Childhood asthma is a frequent clinical occurrence associated with respiratory impairments and airway inflammation, which requires immediate treatment and long-term care. The discussed disorder can considerably worsen overall health conditions, reduce the quality of life, and increase the risk of life-threatening implications. The provided asthma-associated case study can be beneficial for reviewing short-term and long-term treatment options efficient for treating the given patient. Furthermore, one’s potential education can be ultimately useful for achieving sufficient treatment outcomes as well as organizing appropriate preventive and therapeutic actions.
The provided clinical case exemplifies moderate persistent asthma that requires immediate intervention. It is evident that short-acting beta2-adrenergic agonists (SABA), systemic and inhaled corticosteroids, as well as anti-inflammatory medications, can provide quick symptomatic relief by reducing such aberrations as wheezing and bronchoconstriction present in the reviewed patient, normalizing respiration, and improving overall health. Furthermore, such drugs as inhaled steroids, leukotriene modifiers, nedocromil, cromolyn sodium, and methylxanthine can assist in providing long-term asthma control, stabilizing respiratory functions, and preventing possible asthma exacerbations and inappropriate lung growth in children (Woo & Robinson, 2015).
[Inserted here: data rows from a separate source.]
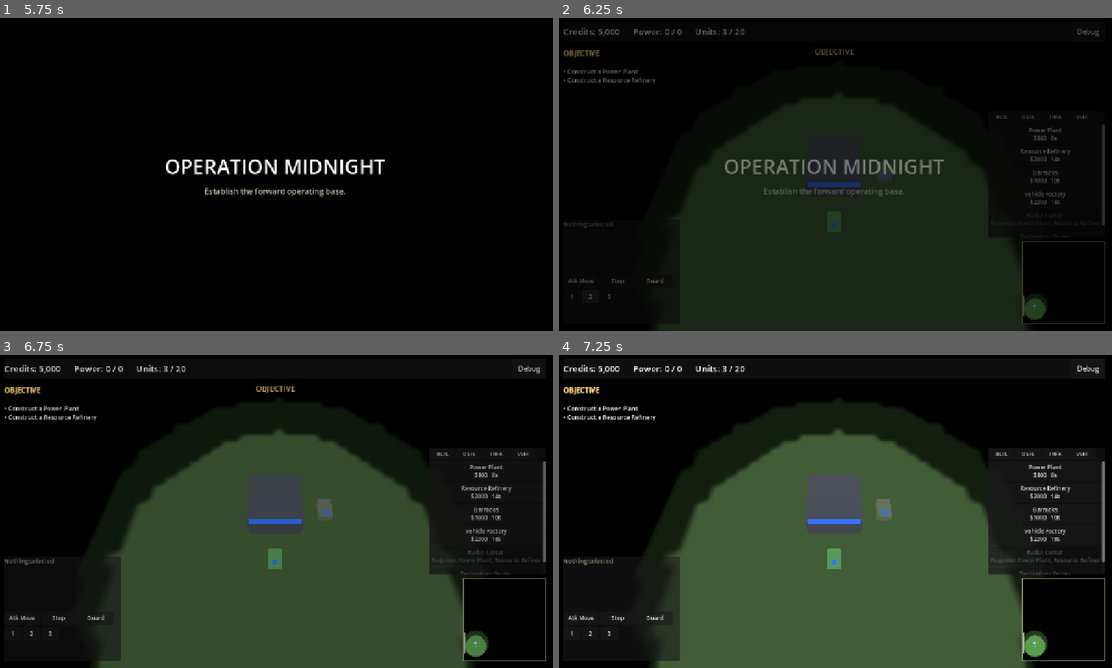
Above: before the commit, frames 1-4 (two rows, left to right).
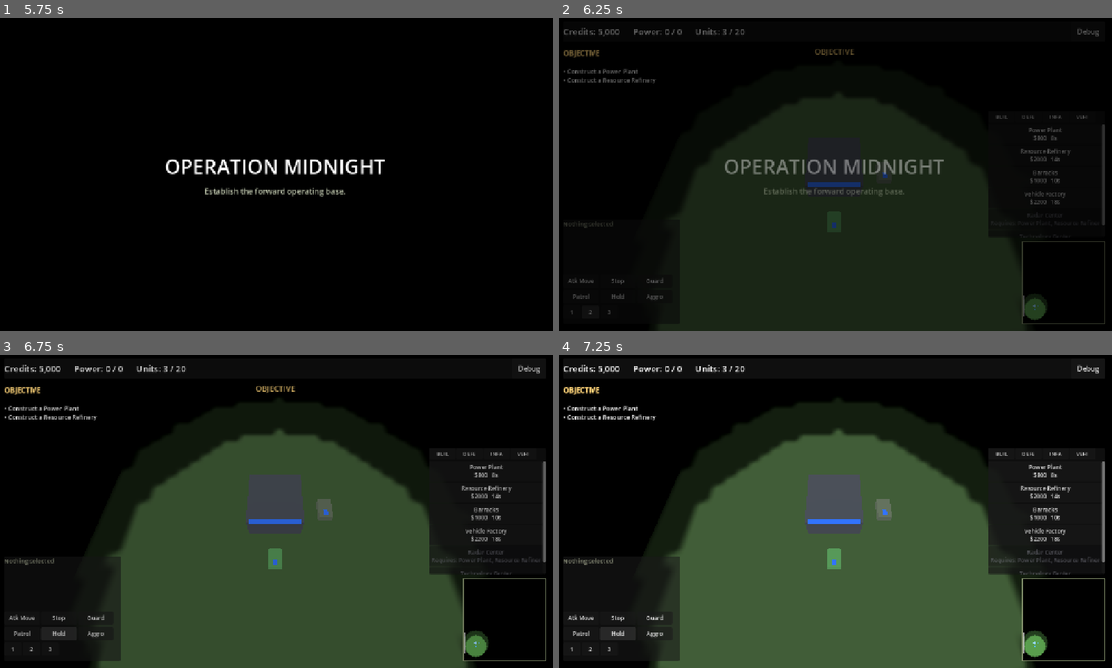
Above: after the commit, the same moments.

Repository: xionams/operation-midnight
Game: Godot game, scene res://main.tscn
Two runs of this game, one before a commit and one after it. Both use one fixed random seed, a clock stepped at 60 frames per second and the inputs below.
Inputs (mouse positions are in pixels of both pictures, inside the frame that each line leads up to):
- Up to frame 1 (5.75 s): click "Easy" at 0.5 s; click "Easy" at 1.25 s; click "Normal" at 2 s; click "Normal" at 2.75 s; click "START OPERATION" at 3.5 s; click "1" at 4.25 s; click (22, 296) at 5 s, where only the run after the commit has a clickable "Patrol"
- Up to frame 2 (6.25 s): click "2" at 5.75 s
- Up to frame 3 (6.75 s): click (60, 633) at 6.5 s, where only the run after the commit has a clickable "Hold"
- Up to frame 4 (7.25 s): no input

Frame 1 is identical in both runs. In frame 2, 0.1% of the frame differs, in the area x 2-19%, y 88-95%; in frame 3, 0.1%; in frame 4, 0.2%, in the area x 2-19%, y 86-95%.

Commit message:
Add garrison system and surface rank and stance in the HUD
Infantry can occupy civilian structures and fire from inside them.
Occupants are stored rather than simulated in place: they leave the
world, so they cannot be shot individually, and the building fires with
their weapon at extended range. That makes the counter unambiguous -
you cannot kill the men, so you have to bring the building down - and
keeps a garrison cheap at army scale.

Destroying an occupied structure spills the survivors at 40% damage,
so a garrison is a position that can be broken rather than a black hole.

Occupying a neutral building claims it, so the defenders inside are
unambiguously somebody's. Four civilian structures sit near the routes
between bases, turning corridors into positions worth holding.

The selection panel now shows rank, stance and the weapon's damage type,
and adds Patrol, Hold and Aggro buttons - the stance and order systems
existed but were unreachable without a keyboard.

Co-Authored-By: Claude Opus 5 <noreply@anthropic.com>

Diff:
--- /dev/null
+++ b/config/buildings/civilian_structure.tres
@@ -0,0 +1,27 @@
+[gd_resource type="Resource" script_class="BuildingStats" load_steps=3 format=3]
+
+[ext_resource type="Script" path="res://scripts/core/building_stats.gd" id="1"]
+[ext_resource type="PackedScene" path="res://scenes/buildings/civilian_structure.tscn" id="2"]
+
+[resource]
+script = ExtResource("1")
+display_name = "Civilian Structure"
+cost = 0
+prerequisites = PackedStringArray()
+population_provided = 0
+category = "BUILDINGS"
+is_wall = false
+build_radius_bonus = 0.0
+weapon_stats = null
+is_defensive = false
+garrisonable = true
+max_health = 500.0
+build_time = 0.0
+power_generation = 0
+power_consumption = 0
+vision_range = 8.0
+footprint = Vector2(6, 6)
+body_color = Color(0.6, 0.58, 0.52, 1)
+body_size = Vector3(5, 4.5, 5)
+visual_scene = null
+scene = ExtResource("2")
--- /dev/null
+++ b/scenes/buildings/civilian_structure.tscn
@@ -0,0 +1,6 @@
+[gd_scene load_steps=2 format=3]
+
+[ext_resource type="Script" path="res://scripts/buildings/building_base.gd" id="1"]
+
+[node name="CivilianStructure" type="StaticBody3D"]
+script = ExtResource("1")
--- a/scripts/buildings/building_base.gd
+++ b/scripts/buildings/building_base.gd
@@ -53,7 +53,15 @@
 	_build_health()
 	_build_visual()
 	_build_health_bar()
+	_build_garrison()
 	_register_power()
+
+func _build_garrison() -> void:
+	if stats == null or not stats.garrisonable:
+		return
+	var garrison := GarrisonComponent.new()
+	garrison.name = "GarrisonComponent"
+	add_child(garrison)
 
 func _build_fog_visibility() -> void:
 	if is_player_faction and not is_neutral:
--- /dev/null
+++ b/scripts/buildings/garrison_component.gd
@@ -0,0 +1,110 @@
+extends Node
+class_name GarrisonComponent
+
+## Lets infantry occupy a structure and fight from inside it.
+##
+## Garrisoned squads are removed from the world rather than simulated
+## inside the building: they stop being shootable, and the structure
+## fires on their behalf with their weapon. That keeps a garrison cheap
+## at army scale and makes the counter obvious - you cannot shoot the
+## men, so you must knock the building down.
+
+signal occupancy_changed(count: int)
+
+const CAPACITY: int = 5
+const DAMAGE_REDUCTION: float = 0.6
+const RANGE_BONUS: float = 1.2
+const EVACUATION_DAMAGE: float = 0.4
+
+var occupants: Array = []
+
+var _building: BuildingBase
+var _weapon: Weapon
+var _attacker: AttackerComponent
+
+func _ready() -> void:
+	_building = get_parent() as BuildingBase
+	if _building != null and _building.health != null:
+		_building.health.died.connect(_evacuate)
+
+func has_room() -> bool:
+	return occupants.size() < CAPACITY
+
+func occupancy() -> int:
+	return occupants.size()
+
+## The squad is stored, not simulated. Its stats drive the building's
+## borrowed weapon so a garrison of riflemen shoots like riflemen.
+func enter(unit: Node) -> bool:
+	if not has_room() or unit == null or unit.stats == null or not unit.stats.is_infantry:
+		return false
+	## A neutral structure is open to whoever reaches it first; an owned
+	## one only to its owner.
+	if _building == null:
+		return false
+	if not _building.is_neutral and _building.is_player_faction != unit.is_player_faction:
+		return false
+	## Occupying a neutral building claims it, so the defenders inside are
+	## unambiguously somebody's.
+	if _building.is_neutral:
+		_building.set_faction(unit.is_player_faction)
+
+	occupants.append({
+		"stats": unit.stats,
+		"health": unit.health.current_health if unit.health else unit.stats.max_health,
+	})
+	_ensure_weapon(unit.stats)
+	SelectionManager.notify_unit_removed(unit)
+	unit.queue_free()
+	occupancy_changed.emit(occupants.size())
+	return true
+
+## Occupants fire through the structure, with the extra reach a raised
+## firing position gives them.
+func _ensure_weapon(stats: UnitStats) -> void:
+	if _weapon != null or stats.weapon_stats == null:
+		return
+	var borrowed: WeaponStats = stats.weapon_stats.duplicate()
+	borrowed.attack_range *= RANGE_BONUS
+	_weapon = Weapon.new()
+	_weapon.name = "GarrisonWeapon"
+	_weapon.stats = borrowed
+	_building.add_child(_weapon)
+
+	_attacker = AttackerComponent.new()
+	_attacker.name = "AttackerComponent"
+	_attacker.weapon = _weapon
+	_building.add_child(_attacker)
+
+func _process(_delta: float) -> void:
+	if _attacker == null or occupants.is_empty() or _attacker.has_target():
+		return
+	var group: String = "enemy_units" if _building.is_player_faction else "player_units"
+	for candidate in get_tree().get_nodes_in_group(group):
+		if not is_instance_valid(candidate):
+			continue
+		if _building.global_position.distance_to(candidate.global_position) > _weapon.stats.attack_range:
+			continue
+		if not _weapon.can_damage(candidate):
+			continue
+		_attacker.set_target(candidate)
+		return
+
+## Losing the building costs the squad inside a share of its health, and
+## anything already hurt does not make it out.
+func _evacuate() -> void:
+	for entry in occupants:
+		var stats: UnitStats = entry["stats"]
+		var remaining: float = entry["health"] * (1.0 - EVACUATION_DAMAGE)
+		if remaining <= 0.0 or stats.unit_scene == null:
+			continue
+		var unit = stats.unit_scene.instantiate()
+		unit.stats = stats
+		unit.is_player_faction = _building.is_player_faction
+		_building.get_parent().add_child(unit)
+		unit.global_position = _building.global_position \
+			+ Vector3(randf_range(-4.0, 4.0), 0.0, randf_range(-4.0, 4.0))
+		if unit.health != null:
+			unit.health.current_health = remaining
+	occupants.clear()
+	occupancy_changed.emit(0)
--- a/scripts/core/building_stats.gd
+++ b/scripts/core/building_stats.gd
@@ -27,6 +27,9 @@
 ## Defensive structures mount a weapon and are disabled by low power.
 @export var weapon_stats: WeaponStats = null
 @export var is_defensive: bool = false
+
+## Infantry can occupy this structure and fire from inside it.
+@export var garrisonable: bool = false
 @export var max_health: float = 500.0
 @export var build_time: float = 0.0 ## Instant in Milestone 1; wired for later.
 @export var power_generation: int = 0
--- a/scripts/core/main.gd
+++ b/scripts/core/main.gd
@@ -27,6 +27,14 @@
 const COMMS_OUTPOST_STATS: BuildingStats = preload("res://config/buildings/comms_outpost.tres")
 const REPAIR_DEPOT_STATS: BuildingStats = preload("res://config/buildings/repair_depot.tres")
 const SUPPLY_DEPOT_STATS: BuildingStats = preload("res://config/buildings/supply_depot.tres")
+const CIVILIAN_STATS: BuildingStats = preload("res://config/buildings/civilian_structure.tres")
+
+## Empty buildings near the routes between bases. Infantry inside one is
+## far harder to shift than infantry in the open, so they turn a corridor
+## into a position worth holding.
+const CIVILIAN_POSITIONS: Array[Vector3] = [
+	Vector3(-14, 0, 18), Vector3(2, 0, -24), Vector3(38, 0, -6), Vector3(-46, 0, -30),
+]
 const RIFLE_SOLDIER_SCENE: PackedScene = preload("res://scenes/units/rifle_soldier.tscn")
 const ECONOMY_CONFIG: EconomyConfig = preload("res://config/economy/default_economy.tres")
 
@@ -259,6 +267,12 @@
 	_spawn_strategic(COMMS_OUTPOST_STATS, COMMS_OUTPOST_POS, StrategicStructure.Benefit.VISION)
 	_spawn_strategic(REPAIR_DEPOT_STATS, REPAIR_DEPOT_POS, StrategicStructure.Benefit.REPAIR)
 	_spawn_strategic(SUPPLY_DEPOT_STATS, SUPPLY_DEPOT_POS, StrategicStructure.Benefit.SUPPLY)
+	for position in CIVILIAN_POSITIONS:
+		var civilian = CIVILIAN_STATS.scene.instantiate()
+		civilian.stats = CIVILIAN_STATS
+		civilian.is_neutral = true
+		_nav_region.add_child(civilian)
+		civilian.global_position = position
 
 func _spawn_strategic(stats: BuildingStats, pos: Vector3, benefit: int) -> void:
 	var structure = stats.scene.instantiate()
--- a/scripts/core/selection_manager.gd
+++ b/scripts/core/selection_manager.gd
@@ -410,6 +410,14 @@
 		EventBus.command_issued.emit(CommandTypes.Type.HARVEST, collider.global_position)
 		return
 
+	## Infantry tapped onto a garrisonable friendly structure move in.
+	if collider != null and collider is BuildingBase:
+		var garrison = collider.get_node_or_null("GarrisonComponent")
+		if garrison != null and (collider.is_player_faction or collider.is_neutral):
+			_issue_to_selection(CommandTypes.Type.GARRISON, collider.global_position, collider)
+			EventBus.command_issued.emit(CommandTypes.Type.GARRISON, collider.global_position)
+			return
+
 	## Guard mode armed at a friendly unit escorts it.
 	if collider != null and collider.is_in_group("player_units") and not selected_units.has(collider):
 		_issue_to_selection(CommandTypes.Type.GUARD, collider.global_position, collider)
--- a/scripts/ui/hud.gd
+++ b/scripts/ui/hud.gd
@@ -282,6 +282,13 @@
 	_order_button(orders, "Stop", func(): SelectionManager.command_stop())
 	_order_button(orders, "Guard", func(): SelectionManager.command_guard())
 
+	var stance_row := HBoxContainer.new()
+	stance_row.add_theme_constant_override("separation", 3)
+	column.add_child(stance_row)
+	_order_button(stance_row, "Patrol", func(): SelectionManager.arm_patrol())
+	_order_button(stance_row, "Hold", func(): SelectionManager.set_stance(UnitBase.Stance.HOLD))
+	_order_button(stance_row, "Aggro", func(): SelectionManager.set_stance(UnitBase.Stance.AGGRESSIVE))
+
 	var groups := HBoxContainer.new()
 	groups.add_theme_constant_override("separation", 3)
 	column.add_child(groups)
@@ -386,12 +393,21 @@
 			int(building.stats.vision_range), extra]
 
 	var weapon: WeaponStats = entity.stats.weapon_stats
-	return "[b]%s[/b]\n\n%s HP\nArmor: %s\nDamage: %s\nVision: %dm\n\n[color=#9fd0ff]Order: %s[/color]" % [
+	var vet: VeterancyComponent = entity.get_node_or_null("VeterancyComponent")
+	var rank: String = VeterancyComponent.rank_name(vet.rank) if vet else "—"
+	var rank_colour: String = "#ffd479" if vet != null and vet.rank != VeterancyComponent.Rank.REGULAR else "#c8ccbb"
+	var damage_line: String = "—"
+	if weapon != null:
+		damage_line = "%d %s" % [int(weapon.damage),
+			DamageTypes.type_name(weapon.damage_type).to_lower().replace("_", " ")]
+	return "[b]%s[/b]\n\n%s HP\nRank: [color=%s]%s[/color]\nArmor: %s\nDamage: %s\nVision: %dm\n\n[color=#9fd0ff]Order: %s   Stance: %s[/color]" % [
 		entity.stats.display_name.to_upper(), hp,
+		rank_colour, rank,
 		Armor.type_name(entity.stats.armor_type).capitalize(),
-		str(int(weapon.damage)) if weapon else "—",
+		damage_line,
 		int(entity.stats.vision_range),
-		CommandTypes.type_name(entity.current_command).capitalize()]
+		CommandTypes.type_name(entity.current_command).capitalize(),
+		UnitBase.Stance.keys()[entity.stance].capitalize()]
 
 # ------------------------------------------------------ right column
 
--- a/scripts/units/unit_base.gd
+++ b/scripts/units/unit_base.gd
@@ -29,6 +29,7 @@
 var patrol_from: Vector3 = Vector3.ZERO
 var patrol_to: Vector3 = Vector3.ZERO
 var guard_target: Node = null
+var garrison_target: Node = null
 
 ## How willingly a unit leaves its post to engage.
 ##   HOLD        never chases; fires only at what comes into range
@@ -280,6 +281,13 @@
 				attacker.clear_target()
 			guard_target = target
 			stop_moving()
+		CommandTypes.Type.GARRISON:
+			## Only infantry can occupy; everyone else just walks there.
+			if stats != null and stats.is_infantry and target != null:
+				garrison_target = target
+				move_to(position)
+			else:
+				move_to(position)
 		CommandTypes.Type.PATROL:
 			if attacker:
 				attacker.clear_target()
@@ -319,6 +327,7 @@
 
 	_tick_patrol()
 	_tick_guard()
+	_tick_garrison()
 
 	_acquire_timer -= delta
 	if _acquire_timer > 0.0:
@@ -353,6 +362,18 @@
 		return global_position.distance_to(_guard_origin) > 1.0
 	return global_position.distance_to(_guard_origin) > leash
 
+## Walk in once close enough. Entering removes the unit from the world,
+## so this is the last thing it does.
+func _tick_garrison() -> void:
+	if current_command != CommandTypes.Type.GARRISON or not is_instance_valid(garrison_target):
+		return
+	if global_position.distance_to(garrison_target.global_position) > 6.0:
+		return
+	var garrison = garrison_target.get_node_or_null("GarrisonComponent")
+	garrison_target = null
+	if garrison != null:
+		garrison.enter(self)
+
 ## Patrol turns around at each end, so a unit sweeps a line indefinitely
 ## and re-engages anything that wanders into it.
 func _tick_patrol() -> void:
--- a/tests/depth_test.gd
+++ b/tests/depth_test.gd
@@ -173,6 +173,47 @@
 			GameState.credits > credits_before,
 			"(+%d in %.1fs)" % [GameState.credits - credits_before, waited])
 
+	# --- garrison ---
+	var civilian: Node = null
+	for b in get_tree().get_nodes_in_group("neutral_buildings"):
+		if b.stats != null and b.stats.display_name == "Civilian Structure":
+			civilian = b
+			break
+	_check("Map has garrisonable civilian structures", civilian != null)
+	if civilian != null:
+		var garrison = civilian.get_node_or_null("GarrisonComponent")
+		_check("Civilian structure has a garrison", garrison != null)
+		if garrison != null:
+			var squad = _spawn_unit("res://config/units/rifle_soldier.tres", true,
+				civilian.global_position + Vector3(3, 0, 0))
+			await get_tree().process_frame
+			var units_before: int = get_tree().get_nodes_in_group("player_units").size()
+			var entered: bool = garrison.enter(squad)
+			await get_tree().process_frame
+			_check("Infantry can enter a garrison", entered)
+			_check("Garrison records the occupant", garrison.occupancy() == 1,
+				"(%d)" % garrison.occupancy())
+			_check("Occupant leaves the world while inside",
+				get_tree().get_nodes_in_group("player_units").size() < units_before)
+			_check("Occupying a neutral building claims it",
+				civilian.is_player_faction and not civilian.is_neutral)
+			_check("Garrison mounts the occupant's weapon",
+				civilian.get_node_or_null("GarrisonWeapon") != null)
+
+			var vehicle = _spawn_unit("res://config/units/assault_vehicle.tres", true,
+				civilian.global_position + Vector3(4, 0, 0))
+			await get_tree().process_frame
+			_check("Vehicles cannot garrison", not garrison.enter(vehicle))
+
+			## Losing the building should spill survivors, hurt.
+			var before_units: int = get_tree().get_nodes_in_group("player_units").size()
+			civilian.get_node("HealthComponent").take_damage(999999.0)
+			await get_tree().process_frame
+			await get_tree().process_frame
+			_check("Destroying a garrison evacuates survivors",
+				get_tree().get_nodes_in_group("player_units").size() > before_units,
+				"(%d -> %d)" % [before_units, get_tree().get_nodes_in_group("player_units").size()])
+
 	# --- multiple producers speed production ---
 	var barracks_stats: BuildingStats = load("res://config/buildings/barracks.tres")
 	var b1 = barracks_stats.scene.instantiate()
Not shown, added: scripts/buildings/garrison_component.gd.uid

It is estimated that a combination of SABAs and inhaled corticosteroids is useful for managing acute asthmatic exacerbations and maintaining normal respiratory functions (Arcangelo & Peterson, 2013). The beta2-adrenergic agonists like albuterol and levalbuterol are capable of exerting “their bronchodilatory effects through β2 adrenoceptors (β2ARs) located on airway smooth muscle (ASM) cells” and providing significant airway relaxation by activating the aforementioned receptors, whereas the steroid medications are efficient in decreasing airway inflammation and airway hyperresponsiveness by lessening the number of circulating inflammatory mast cells and eosinophils in the respiratory tract (Billington, Penn, & Hall, 2017, p. 23). Furthermore, the use of inhaled corticosteroids can be also beneficial for relieving airway obstruction, normalizing respiratory functions, asthma control, and minimizing the risk of asthmatic exacerbations.
Patient education is important for achieving sufficient treatment outcomes. Patients, as well as their caregivers, have to be aware that adherence to the prescribed treatment regimen and recommendations, reporting adverse effects, and regular physical evaluation along with cooperative communication with a physician can assist in stabilizing the patient’s condition and preventing asthma progression. Therefore, asthma is a severe acute or chronic respiratory abnormality that requires competent treatment and care. It is estimated that inhaled SABA, as well as inhaled and systemic corticosteroids, are efficient for achieving short-term therapy goals, whereas leukotriene modifiers, methylxanthines, and anti-inflammatory agents demonstrate normal heir efficacy in providing long-term asthma control and maintaining normal respiratory functioning. Lastly, a patient’s teaching is a critical component of successful medication.
The short-term option for this child diagnosed with asthma will be bronchodilators to quickly relieve his symptoms by opening swollen airways that are limiting breathing (Saglani, Fleming, Sonnappa, & Bush, 2019). Long-term options include Inhaled corticosteroids, Leukotriene modifiers, Long-acting beta agonists, and Combination inhalers. Corticosteroids are the first line of treatment for severe acute asthma, because of the inflammatory process. Steroids control airway inflammation through a number of mechanisms, such as reducing the number and activation of lymphocytes, eosinophils, mast cells, and macrophages; suppressing the production of cytokines, tumor necrosis factor-α, granulocyte-macrophage colony-stimulating factor, adhesion molecules, and inducible enzymes, including nitric oxide synthase and cyclooxygenase-2. The step-up approach involves beginning with low-dose treatment and increasing intensity at subsequent visits if control is not achieved (Bateman et al., 2019). When selecting the medication and dosage, the provider must take into account the risk to the patient, severity of disease, and potential for impairment.
The goal of asthma treatment is to decrease symptoms and reduce airway inflammation and hyperreactivity. Healthcare provider should develop written asthma action plan with the patient and his mother for self-management, so they know how to recognize the severity of its symptoms (peak flow) and what to do (Bateman et al., 2019). Patient should be educated on ways to control exposures to allergens. An allergy test will be a good plan to identify the patient’s allergy (Bateman et al., 2019). The patient may need a referral to a pulmonologist if symptoms are uncontrolled with the current regiment. Pulmonary function testing may be necessary in this child’s case.